Put together from over 40 interviews gathered via a social-media callout, and in tandem inspired by a break-up Gabi Flares and Andrea Maciel’s Deluge arrives at the Edinburgh Festival Fringe after a critically acclaimed, rave run at Prague Fringe last month. A comic, form-breaking physical theatre piece that explores the holes left in our lives by those who leave, it received a 5* review from Binge Fringe contributor Raynar Rogers when it dazzled Prague audiences. We caught up with Gabi for a pixelated pint to find out more about the show’s origins, and the journey it’s heading on.

You can catch Deluge at Big Belly, Underbelly Cowgate on August 5th – 30th at 15:30 (60 min). Tickets are available through the EdFringe Online Box Office.


Shay: Hi Gabi! Our team caught your show (and loved it!) at Prague Fringe – tell us a bit about your creative partnership, and how this show has ended up touring Fringe Festivals in Prague and Edinburgh.

Gabi: Hey Shay! Thank you so much for coming, really happy your team enjoyed the show.

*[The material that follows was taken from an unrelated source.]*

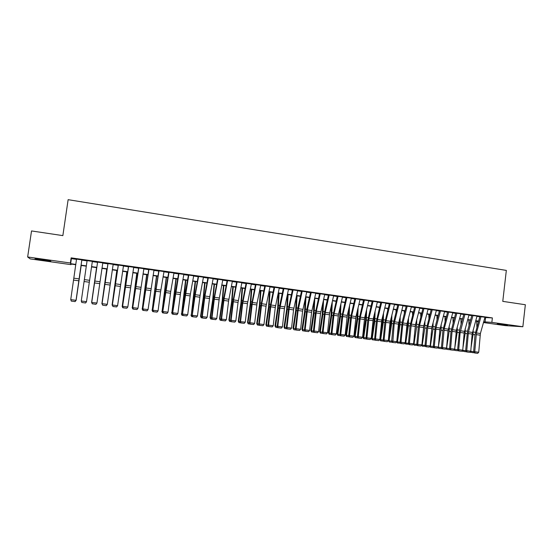 <?xml version="1.0" encoding="UTF-8"?>
<svg xmlns="http://www.w3.org/2000/svg" width="553" height="553" viewBox="0 0 553 553"><rect width="100%" height="100%" fill="white"/><g stroke="black" fill="none" stroke-linecap="round" stroke-linejoin="round"><path stroke-width="0.83" d="M42.519 259.544L50.786 261.161L35.033 258.7L42.519 259.544M507.599 324.998L497.258 323.892L507.599 324.998M71.088 264.044L71.005 264.638L30.27 258.922L27.65 256.979L31.528 230.94L62.855 235.619L68.13 199.674L506.334 270.403L502.774 301.364L525.35 304.738L522.855 326.747L505.47 325.634L483.474 322.544M478.366 321.825L476.665 321.59M81.851 259.744L76.01 300.486L81.858 259.875L82.383 259.945L76.549 259.115M92.351 261.369L87.104 260.622M102.796 262.855L97.038 262.032L97.584 262.115L91.687 302.512L96.948 303.009L95.932 304.33L92.316 303.797L95.932 304.33M113.171 264.334L107.994 263.594M123.478 265.799L118.335 265.067M133.708 267.258L128.6 266.532M143.877 268.703L138.803 267.984M153.969 270.141L148.93 269.429M163.999 271.571L158.994 270.859M173.96 272.988L168.99 272.283M183.852 274.399L178.916 273.694M193.681 275.802L188.773 275.104M203.442 277.191L198.568 276.493M213.14 278.574L208.301 277.882M222.776 279.942L217.965 279.258M232.35 281.304L227.573 280.627M241.861 282.659L237.113 281.989M251.304 284.007L246.59 283.336M260.698 285.3L256.004 284.677M270.016 286.668L264.417 285.873M279.279 287.982L273.694 287.194M288.486 289.288L282.908 288.507M297.632 290.588L292.06 289.813M306.721 291.88L301.157 291.106M315.749 293.159L310.198 292.399M324.722 294.438L319.178 293.678M333.639 295.703L328.102 294.949M342.501 296.961L336.971 296.208M351.3 298.212L345.784 297.466M360.051 299.456L354.542 298.71M368.74 300.694L363.245 299.954M377.381 301.924L371.893 301.185M385.966 303.141L380.485 302.408M394.496 304.357L389.029 303.625M402.978 305.567L397.517 304.834M411.404 306.763L405.95 306.037M419.782 307.952L414.335 307.226M428.105 309.141L422.665 308.415M436.379 310.316L430.946 309.597M444.598 311.484L439.179 310.765M452.776 312.652L447.363 311.933M460.898 313.807L455.492 313.095M468.972 314.954L463.58 314.242M476.997 316.095L471.612 315.39M484.898 317.505L492.377 317.927L71.137 257.857L71.378 258.638L76.514 259.371M81.823 260.124L87.07 260.871M92.316 261.617L97.522 262.357M102.761 263.104L107.897 263.836M113.137 264.583L118.197 265.302M123.437 266.048L128.434 266.76M133.667 267.507L138.596 268.205M143.835 268.952L148.695 269.643M153.928 270.389L158.725 271.074M163.958 271.813L168.686 272.491M173.918 273.237L178.584 273.901M183.81 274.641L188.414 275.297M193.64 276.044L198.174 276.687M203.4 277.433L207.88 278.069M213.099 278.809L217.516 279.438M222.735 280.184L227.089 280.8M232.301 281.546L236.594 282.154M241.813 282.901L246.044 283.502M251.256 284.242L255.431 284.836M260.643 285.583L264.763 286.164M269.968 286.91L274.025 287.484M279.23 288.224L283.233 288.797M288.431 289.537L292.378 290.097M297.576 290.837L301.468 291.39M306.666 292.129L310.503 292.675M315.694 293.415L319.475 293.954M324.666 294.694L328.392 295.226M333.577 295.966L337.254 296.484M342.438 297.224L346.06 297.742M351.238 298.475L354.812 298.986M359.989 299.719L363.508 300.224M368.678 300.956L372.148 301.454M377.319 302.187L380.734 302.678M385.904 303.41L389.271 303.887M394.434 304.627L397.752 305.097M402.909 305.83L406.179 306.3M411.335 307.033L414.563 307.489M419.713 308.221L422.886 308.678M428.036 309.41L431.16 309.853M436.303 310.586L439.386 311.028M444.529 311.754L447.564 312.189M452.7 312.922L455.693 313.344M460.822 314.076L463.767 314.498M468.896 315.224L471.799 315.639M476.921 316.371L479.776 316.772M484.974 317.235L479.596 316.523M27.65 256.979L70.39 263L70.646 263.684L75.809 264.41M71.137 257.857L70.39 263M492.377 317.927L491.859 322.385L522.855 326.747M483.688 321.791L491.859 322.385M81.111 265.157L86.344 265.896M91.584 266.629L96.782 267.362M102.015 268.101L107.144 268.82M112.377 269.553L117.43 270.265M122.662 271.005L127.653 271.703M132.879 272.442L137.801 273.134M143.033 273.866L147.886 274.551M153.112 275.29L157.902 275.961M163.128 276.694L167.849 277.357M173.075 278.097L177.734 278.753M182.953 279.486L187.55 280.129M192.769 280.869L197.303 281.505M202.516 282.237L206.988 282.866M212.2 283.599L216.61 284.221M221.822 284.954L226.17 285.562M231.382 286.295L235.668 286.903M240.88 287.636L245.11 288.231M250.315 288.963L254.484 289.551M259.689 290.277L263.802 290.857M269 291.59L273.051 292.157M278.249 292.89L282.251 293.456M287.442 294.182L291.39 294.735M296.581 295.468L300.466 296.014M305.65 296.747L309.486 297.286M314.671 298.012L318.452 298.544M323.629 299.277L327.355 299.802M332.533 300.528L336.21 301.046M341.381 301.772L345.003 302.284M350.173 303.009L353.74 303.507M358.911 304.24L362.429 304.731M367.593 305.456L371.063 305.947M376.22 306.673L379.635 307.15M384.798 307.876L388.165 308.353M393.321 309.079L396.632 309.542M401.789 310.268L405.059 310.731M410.202 311.457L413.423 311.906M418.573 312.632L421.745 313.074M426.881 313.8L430.013 314.242M435.149 314.961L438.225 315.397M443.361 316.116L446.395 316.544M451.525 317.263L454.511 317.685M459.64 318.41L462.585 318.818M467.707 319.544L470.603 319.952M475.718 320.671L478.573 321.072M75.768 264.7L70.763 263.995L71.005 264.638M478.504 321.314L475.649 320.913M470.534 320.194L467.638 319.786M462.515 319.067L459.571 318.652M454.448 317.934L451.455 317.512M446.326 316.793L443.292 316.364M438.163 315.645L435.08 315.21M429.944 314.491L426.819 314.049M421.676 313.33L418.503 312.88M413.361 312.155L410.139 311.705M404.99 310.98L401.727 310.523M396.57 309.798L393.252 309.334M388.102 308.609L384.736 308.132M379.572 307.406L376.158 306.929M371.001 306.203L367.531 305.712M362.367 304.986L358.849 304.496M353.685 303.77L350.111 303.265M344.941 302.539L341.325 302.028M336.148 301.302L332.477 300.791M327.3 300.058L323.574 299.532M318.39 298.807L314.616 298.274M309.424 297.549L305.595 297.009M300.41 296.277L296.519 295.731M291.327 295.005L287.387 294.452M282.196 293.719L278.194 293.159M272.995 292.426L268.945 291.853M263.746 291.127L259.634 290.546M254.428 289.813L250.26 289.226M245.055 288.5L240.825 287.906M235.619 287.173L231.334 286.572M226.122 285.839L221.774 285.224M216.562 284.491L212.152 283.876M206.94 283.136L202.467 282.514M197.248 281.774L192.721 281.138M187.502 280.406L182.905 279.763M177.686 279.03L173.027 278.373M167.801 277.641L163.08 276.977M157.854 276.237L153.063 275.567M147.838 274.834L142.985 274.15M137.759 273.417L132.838 272.719M127.605 271.986L122.621 271.288M117.388 270.548L112.328 269.836M107.102 269.104L101.973 268.385M96.74 267.645L91.542 266.919M86.303 266.18L81.07 265.447M476.658 321.493L478.428 321.597M485.582 317.602L485.071 321.984M71.378 258.638L70.646 263.684M246.092 283.267L242.255 303.175L240.064 321.632L245.269 322.136L247.447 303.652L251.339 284.014M484.988 317.187L480.391 333.5L478.732 352.247L474.75 351.729L474.923 352.966L474.481 352.966L477.709 353.326L474.923 352.966M481.006 316.62L476.423 332.961L474.75 351.729L473.645 351.743L475.02 334.683L479.838 316.558M473.645 351.743L474.481 352.966M477.709 353.326L478.732 352.247M471.052 347.63L473.057 334.503L473.119 330.003M476.9 327.051L476.645 321.051M473.976 352.226L473.354 352.779L470.009 352.012M470.651 351.335L473.651 351.722M470.596 352.427L470.506 351.487M477.011 316.046L472.144 334.088L470.762 351.217L466.753 350.699L466.932 351.943L466.497 351.943L469.739 352.302L466.932 351.943M462.626 350.298L465.667 350.692L467.506 331.116L471.854 315.424M466.497 351.943L465.667 350.713L466.753 350.699L468.453 331.876L473.002 315.48M469.739 352.302L470.762 351.217M468.985 314.906L464.154 333.003L462.737 350.18L458.714 349.662L458.9 350.906L458.472 350.913L461.714 351.266L458.9 350.906M454.566 349.254L457.642 349.655L459.508 330.023L463.829 314.277M458.472 350.913L457.642 349.683L458.714 349.662L460.137 332.464L464.955 314.332M461.714 351.266L462.737 350.18M460.912 313.758L456.405 330.238L454.67 349.143L450.619 348.618L450.813 349.869L450.391 349.876L453.647 350.229L450.813 349.869M446.458 348.196L449.568 348.618L451.02 331.434L455.748 313.129M450.391 349.876L449.568 348.639L450.619 348.618L452.071 331.371L456.854 313.178M453.647 350.229L454.67 349.143M452.789 312.597L448.02 330.818L446.554 348.093L442.476 347.567L442.676 348.825L442.269 348.832L445.531 349.192L442.676 348.825M448.704 312.016L444.253 328.586L442.476 347.567L441.446 347.595L442.925 330.341L447.626 311.968M441.446 347.595L442.269 348.832M445.531 349.192L446.554 348.093M462.923 347.948L465.135 333.431L465.197 328.613M469.02 325.662L468.792 319.952M466.034 351.252L465.453 351.77L462.052 350.906M462.681 351.411L462.571 350.36M456.266 330.832L456.018 333.03M458.036 350.27L457.511 350.747L454.718 350.388L454.601 349.213M454.739 348.335L457.172 332.353L457.234 327.196M461.091 324.252L460.898 318.839M454.718 350.388L454.054 349.8M448.269 329.305L447.799 333.445M449.997 349.282L449.52 349.717L446.713 349.358L446.582 348.231L449.16 331.268L449.23 325.752M453.121 322.814L452.962 317.726M446.713 349.358L446.008 348.68M440.223 327.846L439.517 333.943M438.308 347.125L441.1 330.176L441.176 324.286M445.103 321.348L444.971 316.599M441.909 348.293L441.481 348.687L438.653 348.321L437.907 347.554M438.653 348.321L438.515 347.187L441.446 347.567M444.612 311.436L439.877 329.719L438.384 347.042L434.285 346.517L434.492 347.768L434.091 347.782L437.361 348.141L434.492 347.768M430.103 346.054L433.275 346.517L435.218 326.712L439.448 310.807M434.091 347.782L433.275 346.537L434.285 346.517L436.082 327.473L440.506 310.848M437.361 348.141L438.384 347.042M432.128 326.36L431.174 334.53M433.773 347.298L433.393 347.65L430.552 347.284L430.4 346.143L432.992 329.083L433.075 322.793M437.043 319.855L436.932 315.473M430.552 347.284L429.764 346.42M436.393 310.261L431.983 326.913L430.165 345.984L426.038 345.452L426.259 346.71L425.865 346.724L429.149 347.084L426.259 346.71M432.259 309.673L427.87 326.353L426.038 345.452L425.05 345.48L426.584 328.129L431.222 309.632M425.05 345.48L425.865 346.724M429.149 347.084L430.165 345.984M423.992 324.846L422.762 335.208M421.849 344.968L422.236 345.093L424.835 327.977L424.932 321.265M428.934 318.341L428.851 314.332M425.589 346.296L422.395 346.233L421.566 345.279M422.395 346.233L422.236 345.093L425.057 345.452M428.119 309.086L423.743 325.793L421.898 344.92L417.75 344.381L417.978 345.646L417.584 345.66L420.881 346.019L417.978 345.646M423.964 308.491L419.609 325.233L417.75 344.381L416.782 344.415L418.345 327.01L422.941 308.456M416.782 344.415L417.584 345.66M420.881 346.019L421.898 344.92M415.808 323.305L414.294 335.989M413.547 343.883L414.024 344.035L416.63 326.864L416.741 319.71M420.778 316.793L420.715 313.192M417.349 345.293L414.197 345.183L413.326 344.125M414.197 345.183L414.024 344.035L416.782 344.388M419.796 307.897L415.455 324.666L413.582 343.842L409.407 343.302L409.642 344.574L409.261 344.588L412.566 344.954L409.642 344.574M415.614 307.302L411.294 324.099L409.407 343.302L408.46 343.344L410.05 325.89L414.619 307.268M408.46 343.344L409.261 344.588M412.566 344.954L413.582 343.842M407.575 321.728L407.478 325.51L405.75 336.888M405.197 342.784L405.764 342.971L408.37 325.752L408.501 318.12M412.579 315.21L412.538 312.044M409.061 344.284L405.584 344.001L405.031 342.964M405.943 344.118L405.764 342.971L408.46 343.316M411.418 306.701L407.112 323.533L405.218 342.763L401.008 342.224L401.257 343.496L400.884 343.517L404.195 343.876L401.257 343.496M407.215 306.106L402.923 322.959L401.008 342.224L400.082 342.259L402.142 322.199L406.241 306.079M400.082 342.259L400.884 343.517M404.195 343.876L405.218 342.763M399.301 320.111L399.19 324.39L397.144 337.918M402.992 305.505L398.43 324.099L396.791 341.678L397.455 341.899L400.061 324.625L400.213 316.496M404.326 313.592L404.305 310.883M400.725 343.268L397.296 342.936L396.688 341.795M397.642 343.054L397.455 341.899L400.089 342.238M394.517 304.295L389.989 322.959L388.324 340.586L389.091 340.821L391.662 341.153L393.307 323.623L397.807 304.876M392.45 342.431L391.662 341.173L392.568 341.132L396.791 341.678L395.775 342.798L392.45 342.431L395.775 342.798M398.761 304.903L394.213 323.533L392.817 342.418M390.978 318.459L390.853 323.263L388.462 339.072M392.333 342.245L389.284 341.982L389.091 340.821L391.704 323.491L391.883 314.83M396.038 311.933L396.024 309.721M389.284 341.982L388.289 340.62M390.252 303.687L386.035 320.664L384.065 340.04L383.181 340.081L384.86 322.482L389.326 303.666M384.328 341.325L384.065 340.04L388.324 340.586L387.3 341.706L383.969 341.339L387.3 341.706M383.181 340.081L383.969 341.339M382.607 316.765L382.469 322.123L379.849 339.452L380.678 339.736L383.298 322.358L383.505 313.122M387.694 310.24L387.694 308.546M383.893 341.215L380.554 340.786L379.849 339.452M380.886 340.897L380.678 339.736L383.188 340.06M385.98 303.079L381.784 320.083L379.793 339.487L375.515 338.934L375.439 340.247L378.777 340.613L375.784 340.226M381.694 302.47L377.512 319.503L375.515 338.934L374.651 338.982L376.358 321.328L380.789 302.45M374.651 338.982L375.439 340.247M378.777 340.613L379.793 339.487M374.187 315.023L374.028 320.982L371.409 338.367L372.21 338.643L374.837 321.21L375.079 311.367M379.31 308.505L379.31 307.371M375.404 340.185L372.107 339.701L371.409 338.367M372.425 339.812L372.21 338.643L374.658 338.961M377.395 301.855L373.234 318.922L371.222 338.381L366.909 337.828L366.853 339.141L370.199 339.507L367.185 339.12M373.088 301.24L368.941 318.334L366.909 337.828L366.072 337.876L367.807 320.173L372.204 301.226M366.072 337.876L366.853 339.141M370.199 339.507L371.222 338.381M365.72 313.233L365.533 319.834L362.913 337.268L363.694 337.544L366.321 320.056L366.604 309.562M370.876 306.715L370.876 306.182M366.819 339.093L363.604 338.609L362.913 337.268M363.922 338.719L363.694 337.544L366.072 337.855M368.761 300.625L364.634 317.747L362.588 337.268L358.254 336.708L358.213 338.028L361.572 338.401L358.538 338.007M364.42 300.009L360.314 317.159L358.254 336.708L357.432 336.763L359.201 319.005L363.563 299.996M357.432 336.763L358.213 338.028M361.572 338.401L362.588 337.268M357.21 311.387L356.996 318.673L354.362 336.169L355.123 336.438L357.756 318.901L358.088 307.703M358.178 337.98L355.054 337.51L354.362 336.169M355.358 337.62L355.123 336.438L357.438 336.736M360.065 299.387L355.98 316.572L353.899 336.148L349.537 335.588L349.517 336.915L352.883 337.282L349.835 336.895M355.697 298.765L351.632 315.977L349.537 335.588L348.743 335.643L350.54 317.837L354.867 298.758M348.743 335.643L349.517 336.915M352.883 337.282L353.899 336.148M348.653 309.48L348.397 317.512L345.763 335.056L346.496 335.325L349.137 317.733L349.524 305.788M349.489 336.867L346.454 336.404L345.763 335.056M346.745 336.514L346.496 335.325L348.749 335.616M351.321 298.143L347.27 315.39L345.162 335.021L340.772 334.454L340.766 335.789L344.146 336.162L341.077 335.768M346.925 297.514L342.895 314.788L340.772 334.454L339.998 334.517L341.83 316.655L346.116 297.514M339.998 334.517L340.766 335.789M344.146 336.162L345.162 335.021M340.054 307.509L339.749 316.344L337.109 333.943L337.821 334.212L340.468 316.558L340.911 303.804M340.738 335.74L337.793 335.291L337.109 333.943M338.083 335.401L337.821 334.212L340.005 334.489M342.514 296.885L338.505 314.194L336.369 333.888L331.945 333.314L331.959 334.655L335.353 335.028L332.263 334.634M338.09 296.256L334.102 313.592L331.945 333.314L331.199 333.383L333.058 315.466L337.309 296.256M331.199 333.383L331.959 334.655M335.353 335.028L336.369 333.888M331.406 305.47L331.047 315.162L328.399 332.816L329.09 333.086L331.745 315.376L332.256 301.751M331.931 334.606L329.083 334.171L328.399 332.816M329.36 334.282L329.09 333.086L331.206 333.355M333.659 295.627L329.685 312.991L327.514 332.747L323.07 332.173L323.104 333.521L326.505 333.894L323.394 333.494M329.208 294.991L325.254 312.39L323.07 332.173L322.344 332.242L324.666 311.636L328.447 294.998M322.344 332.242L323.104 333.521M326.505 333.894L327.514 332.747M322.71 303.348L322.288 313.98L319.641 331.689L320.305 331.952L322.959 314.187L323.553 299.615M323.07 333.473L320.318 333.044L319.641 331.689M320.588 333.155L320.305 331.952L322.351 332.215M324.742 294.355L320.519 313.551L318.611 331.6L314.132 331.019L314.187 332.374L317.595 332.747L314.463 332.346M320.263 293.719L316.351 311.18L314.132 331.019L313.433 331.095L315.355 313.074L319.53 293.726M313.433 331.095L314.187 332.374M317.595 332.747L318.611 331.6M313.98 301.136L313.475 312.784L310.821 330.549L311.463 330.812L314.125 312.991L314.781 298.302M314.159 332.325L311.498 331.911L310.821 330.549M311.754 332.014L311.463 330.812L313.433 331.067M315.77 293.076L311.588 312.341L309.645 330.438L305.145 329.858L305.215 331.219L308.636 331.6L305.484 331.192M311.263 292.433L307.392 309.957L305.145 329.858L304.468 329.934L306.853 309.21L310.551 292.447M304.468 329.934L305.215 331.219M308.636 331.6L309.645 330.438M305.201 298.82L304.606 311.581L301.945 329.408L302.567 329.664L305.235 311.788L305.947 297.058M305.187 331.171L302.622 330.77L301.945 329.408M302.871 330.874L302.567 329.664L304.468 329.913M306.742 291.79L302.602 311.125L300.625 329.277L296.09 328.689L296.18 330.058L299.615 330.438L296.443 330.03M296.38 296.394L295.682 310.378L293.021 328.254L295.447 328.745L297.86 307.986L301.523 291.161M296.18 330.058L295.44 328.772L296.09 328.689L298.088 310.51L302.208 291.141M299.615 330.438L300.625 329.277M296.152 330.01L293.926 329.726L293.615 328.51L296.284 310.579L297.058 295.807M293.926 329.726L293.021 328.254M297.652 290.498L293.553 309.894L291.549 328.109L286.986 327.521L287.097 328.897L290.539 329.27L287.346 328.862M293.09 289.841L289.302 307.496L286.986 327.521L286.357 327.604L288.811 306.749L292.433 289.869M286.357 327.604L287.097 328.897M290.539 329.27L291.549 328.109M287.491 294.466L286.703 309.162L284.035 327.1L284.601 327.348L287.284 309.362L288.113 294.549M287.069 328.841L284.698 328.468L284.035 327.1M284.926 328.572L284.601 327.348L286.364 327.576M288.507 289.191L284.449 308.664L282.41 326.927L277.82 326.339L277.945 327.722L281.401 328.095L278.187 327.687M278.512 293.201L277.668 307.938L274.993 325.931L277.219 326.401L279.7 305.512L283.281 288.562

This is our third collaboration, and my second one-woman show collaborating with Andrea. We have found something really nice in how our metaphorical worlds speak to each other: we just go as far as we can by having fun with ideas, stretching concepts, and playing.

For both solo shows, I came to Andrea Maciel with ideas, concepts, some writing I’d done for stories and plots, and interviews I conducted with people. From there, we improvise around that material in the studio, and new ideas emerge: metaphors, images, texts. I go home, write more drafts, and we come back to the studio to rewrite and shape structure through further improvisation.

It’s a co-creation: the show grows through playfulness with the material – audios, testimonies, fiction writing, movement sequences for text – rather than forcing a shape too early. It keeps changing, and now we have a version of a show that comes together after living with it for a while. I also bring in other great artists as outside eyes, including Maddie Maycock, who’s worked with us as associate director, co-creating little bits too.

Touring feels like a nice extension of this process: the show stays alive, and it means a lot to keep finding new audiences for it. We have more dates around Europe booked for this year, which we’re really excited about.


Shay: Deluge is inspired from over 40 interviews exploring mourning and grief – what made you decide to put this piece together, and can you tell us a bit about your creative process in bringing those stories to the stage?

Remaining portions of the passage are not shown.